けれども、私の周囲を見回す限りでは、多く利用されているとは思えません。Excelマクロの普及度と比べ、格段の違いを感じます。
便利な割に利用されない原因の一つとして、作ったマクロはどうすれば使えるのか、その使い方、活用の技・ノウハウが知られていないから、と私は見ています。
まだ、Wordマクロに慣れていなかった私自身の初心者の時期を振り返ってみても、そのような分析ができそうです。
いったん、マクロの使い方、活用方法を習得すると、抵抗感なく使えるようになります。
Wordマクロ活用方法のツボ、ノウハウをこのブログで紹介し、微力ながらWordマクロの普及に貢献できたらいいなと、そう念じています。

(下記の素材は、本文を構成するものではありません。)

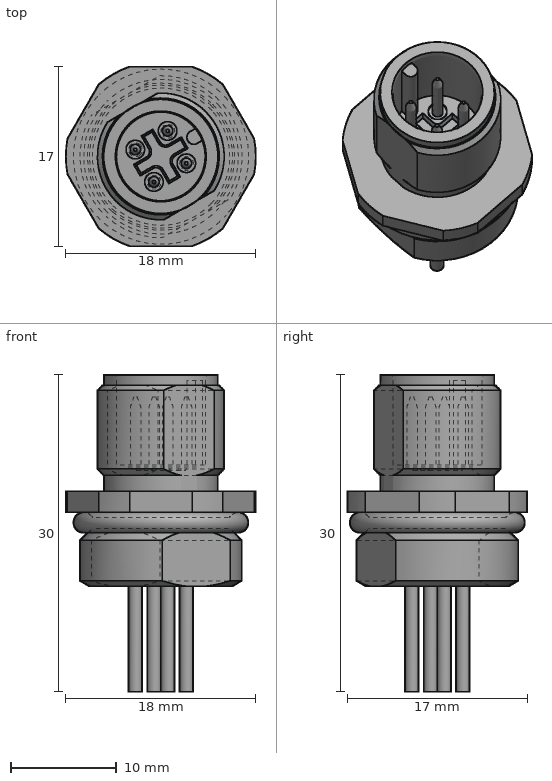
import math

import cadquery as cq

BODY_BOTTOM = 10.0
BODY_HEIGHT = 5.06
RING_THICKNESS = 1.94
FLANGE_THICKNESS = 2.0
GROOVE_BOTTOM = BODY_BOTTOM + BODY_HEIGHT
FLANGE_BOTTOM = GROOVE_BOTTOM + RING_THICKNESS
FLANGE_TOP = FLANGE_BOTTOM + FLANGE_THICKNESS
NECK_HEIGHT = 1.5
THREAD_BOTTOM = FLANGE_TOP + NECK_HEIGHT
TOP = 30.0
COLLAR_HEIGHT = 1.0
THREAD_TOP = TOP - COLLAR_HEIGHT

BODY_RADIUS = 7.67
BODY_BOTTOM_BEVEL_WIDTH = 0.9
BODY_BOTTOM_BEVEL_HEIGHT = BODY_BOTTOM_BEVEL_WIDTH * math.tan(math.radians(30))
BODY_TOP_BEVEL = 0.71

RING_OUTER_RADIUS = 8.29
GROOVE_RADIUS = 6.5

FLANGE_ACROSS_FLATS = 17.0
FLANGE_CORNER_RADIUS = 9.0
FLANGE_ROTATION = 30.0

THREAD_RADIUS = 6.0
NECK_RADIUS = 5.4
THREAD_BOTTOM_BEVEL = THREAD_RADIUS - NECK_RADIUS
THREAD_TOP_BEVEL = 0.47

FLAT_DIRECTION = 120.0
BODY_FLAT_DISTANCE = 6.7
SLEEVE_FLAT_DISTANCE = 5.33

BORE_RADIUS = 4.2
BORE_MOUTH_RADIUS = 4.3
BORE_MOUTH_DEPTH = 0.5
BORE_DEPTH = 8.5
FLOOR = TOP - BORE_DEPTH

KEY_DIRECTION = 30.0
KEY_DISTANCE = 3.6
KEY_RADIUS = 0.65
KEY_TOP = TOP - BORE_MOUTH_DEPTH

CONTACT_COUNT = 4
CONTACT_CIRCLE_RADIUS = 2.5
FIRST_CONTACT_ANGLE = 75.0
PIN_RADIUS = 0.5
PIN_SHOULDER_HEIGHT = 0.25
PIN_CONE_RADIUS = 0.43
PIN_CONE_LENGTH = 0.78
PIN_TIP_RADIUS = 0.15
PIN_TIP_DEPTH = 2.05
PIN_RECESS_RADIUS = 0.88
PIN_RECESS_DEPTH = 0.2
WIRE_RADIUS = 0.65

CROSS_ARM_WIDTH = 1.24
CROSS_LENGTH = 5.2
CROSS_CORNER_RADIUS = 0.6
CROSS_DEPTH = 0.5
CROSS_WALL_TAPER = 20.0


def cylinder(radius, bottom, top):
    return cq.Workplane("XY", origin=(0, 0, bottom)).circle(radius).extrude(top - bottom)


def polar(radius, angle):
    return radius * math.cos(math.radians(angle)), radius * math.sin(math.radians(angle))


def contact_positions():
    step = 360 / CONTACT_COUNT
    return [polar(CONTACT_CIRCLE_RADIUS, FIRST_CONTACT_ANGLE + i * step) for i in range(CONTACT_COUNT)]


def cut_to_flats(solid, distance, bottom, top):
    """Keep what lies between two parallel flats within a height band, and everything outside it."""
    height = top - bottom
    length = 4 * distance
    band = cq.Workplane("XY", origin=(0, 0, bottom)).rect(length, length).extrude(height)
    slab = cq.Workplane("XY", origin=(0, 0, bottom)).rect(2 * distance, length).extrude(height)
    outside = band.cut(slab).rotate((0, 0, 0), (0, 0, 1), FLAT_DIRECTION)
    return solid.cut(outside)


def lower_body():
    body_profile = [
        (0, BODY_BOTTOM),
        (BODY_RADIUS - BODY_BOTTOM_BEVEL_WIDTH, BODY_BOTTOM),
        (BODY_RADIUS, BODY_BOTTOM + BODY_BOTTOM_BEVEL_HEIGHT),
        (BODY_RADIUS, GROOVE_BOTTOM - BODY_TOP_BEVEL),
        (BODY_RADIUS - BODY_TOP_BEVEL, GROOVE_BOTTOM),
        (0, GROOVE_BOTTOM),
    ]
    body = cq.Workplane("XZ").polyline(body_profile).close().revolve(360, (0, 0), (0, 1))
    return cut_to_flats(body, BODY_FLAT_DISTANCE, BODY_BOTTOM, GROOVE_BOTTOM)


def sealing_ring():
    section_radius = RING_THICKNESS / 2
    section_center = (RING_OUTER_RADIUS - section_radius, GROOVE_BOTTOM + section_radius)
    ring = (
        cq.Workplane("XZ")
        .moveTo(*section_center)
        .circle(section_radius)
        .revolve(360, (0, 0), (0, 1))
    )
    return cylinder(GROOVE_RADIUS, GROOVE_BOTTOM, FLANGE_BOTTOM).union(ring)


def flange():
    hexagon = (
        cq.Workplane("XY", origin=(0, 0, FLANGE_BOTTOM))
        .polygon(6, FLANGE_ACROSS_FLATS, circumscribed=True)
        .extrude(FLANGE_THICKNESS)
        .rotate((0, 0, 0), (0, 0, 1), FLANGE_ROTATION)
    )
    return hexagon.intersect(cylinder(FLANGE_CORNER_RADIUS, FLANGE_BOTTOM, FLANGE_TOP))


def sleeve():
    thread_profile = [
        (0, FLANGE_TOP),
        (NECK_RADIUS, FLANGE_TOP),
        (NECK_RADIUS, THREAD_BOTTOM),
        (THREAD_RADIUS, THREAD_BOTTOM + THREAD_BOTTOM_BEVEL),
        (THREAD_RADIUS, THREAD_TOP - THREAD_TOP_BEVEL),
        (THREAD_RADIUS - THREAD_TOP_BEVEL, THREAD_TOP),
        (0, THREAD_TOP),
    ]
    thread = cq.Workplane("XZ").polyline(thread_profile).close().revolve(360, (0, 0), (0, 1))
    thread = cut_to_flats(thread, SLEEVE_FLAT_DISTANCE, FLANGE_TOP, THREAD_TOP)
    return thread.union(cylinder(NECK_RADIUS, THREAD_TOP, TOP))


def socket_bore():
    bore_profile = [
        (0, FLOOR),
        (BORE_RADIUS, FLOOR),
        (BORE_RADIUS, TOP - BORE_MOUTH_DEPTH),
        (BORE_MOUTH_RADIUS, TOP),
        (0, TOP),
    ]
    return cq.Workplane("XZ").polyline(bore_profile).close().revolve(360, (0, 0), (0, 1))


def cross_recess():
    """Two crossed bars with rounded inner corners, aligned with the coding key and narrowing downwards."""
    arms = cq.Workplane("XY", origin=(0, 0, FLOOR)).sketch()
    arms = arms.rect(CROSS_LENGTH, CROSS_ARM_WIDTH).rect(CROSS_ARM_WIDTH, CROSS_LENGTH).clean()
    corner_reach = (CROSS_ARM_WIDTH + CROSS_LENGTH) / 4
    inner_corners = cq.selectors.BoxSelector(
        (-corner_reach, -corner_reach, -corner_reach),
        (corner_reach, corner_reach, corner_reach),
    )
    cross = arms.reset().vertices(inner_corners).fillet(CROSS_CORNER_RADIUS).finalize()
    return cross.extrude(-CROSS_DEPTH, taper=CROSS_WALL_TAPER).rotate((0, 0, 0), (0, 0, 1), KEY_DIRECTION)


def coding_key():
    """Round-nosed rib that reaches outwards into the bore wall."""
    wall_radius = (BORE_RADIUS + NECK_RADIUS) / 2
    rib_length = wall_radius - KEY_DISTANCE
    base = cq.Workplane("XY", origin=(0, 0, FLOOR))
    nose = base.center(KEY_DISTANCE, 0).circle(KEY_RADIUS).extrude(KEY_TOP - FLOOR)
    root = (
        base.center(KEY_DISTANCE + rib_length / 2, 0)
        .rect(rib_length, 2 * KEY_RADIUS)
        .extrude(KEY_TOP - FLOOR)
    )
    return nose.union(root).rotate((0, 0, 0), (0, 0, 1), KEY_DIRECTION)


def pin():
    """Round pin with a rounded shoulder below a blunt conical tip."""
    pin_bottom = FLOOR - PIN_RECESS_DEPTH
    pin_top = TOP - PIN_TIP_DEPTH
    cone_bottom = pin_top - PIN_CONE_LENGTH
    shoulder_bottom = cone_bottom - PIN_SHOULDER_HEIGHT
    pin_profile = (
        cq.Workplane("XZ")
        .moveTo(0, pin_bottom)
        .lineTo(PIN_RADIUS, pin_bottom)
        .lineTo(PIN_RADIUS, shoulder_bottom)
        .tangentArcPoint((PIN_CONE_RADIUS, cone_bottom), relative=False)
        .lineTo(PIN_TIP_RADIUS, pin_top)
        .lineTo(0, pin_top)
        .close()
    )
    return pin_profile.revolve(360, (0, 0), (0, 1))


connector = lower_body().union(sealing_ring()).union(flange()).union(sleeve())
connector = connector.cut(socket_bore()).cut(cross_recess()).union(coding_key())
for x, y in contact_positions():
    recess = cylinder(PIN_RECESS_RADIUS, FLOOR - PIN_RECESS_DEPTH, FLOOR)
    wire = cylinder(WIRE_RADIUS, 0, BODY_BOTTOM)
    connector = connector.cut(recess.translate((x, y, 0)))
    connector = connector.union(pin().translate((x, y, 0))).union(wire.translate((x, y, 0)))

result = connector

Wordマクロ活用のために、一つ押さえておきたい基礎知識があります。
それは、マクロの保存場所です。
マクロの保存場所には、大きく分けて2つあります。
1つ目は、標準テンプレート(「Normal.dotm」)に保存
2つ目は、個々の文書(任意のファイル名「HogeHoge.docm」)に保存
です。
標準テンプレート(Normal.dotm)に保存しておくと、Wordで開いたすべての文書でそのマクロが利用できます。とっても便利です。いちいちマクロの保存ファイルを探すことなく、Wordを開けば、すぐに使えるからです。
一方、個々の文書に保存しておくと、確かにその文書ファイルのありかを探す手間が必要になる上に、マクロはその文書においてしか使用できないという制約があります。
ですが、マクロを格納した個々の文書は、どこに置いていてもいい(保存場所は問わない)ので、気軽にマクロを活用できるメリットがあります。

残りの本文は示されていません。